## WHAT IS NEEDED
A verbatim copy of all entries is the expected output.

Start of Block

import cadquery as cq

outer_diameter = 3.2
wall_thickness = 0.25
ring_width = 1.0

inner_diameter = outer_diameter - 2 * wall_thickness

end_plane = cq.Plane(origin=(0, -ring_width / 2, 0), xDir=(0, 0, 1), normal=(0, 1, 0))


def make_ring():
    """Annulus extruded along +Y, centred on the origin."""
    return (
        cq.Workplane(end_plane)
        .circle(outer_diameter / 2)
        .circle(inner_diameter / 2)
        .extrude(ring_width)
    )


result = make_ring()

End of Block

## RESPONSE AREA
import cadquery as cq

outer_diameter = 3.2
wall_thickness = 0.25
ring_width = 1.0

inner_diameter = outer_diameter - 2 * wall_thickness

end_plane = cq.Plane(origin=(0, -ring_width / 2, 0), xDir=(0, 0, 1), normal=(0, 1, 0))


def make_ring():
    """Annulus extruded along +Y, centred on the origin."""
    return (
        cq.Workplane(end_plane)
        .circle(outer_diameter / 2)
        .circle(inner_diameter / 2)
        .extrude(ring_width)
    )


result = make_ring()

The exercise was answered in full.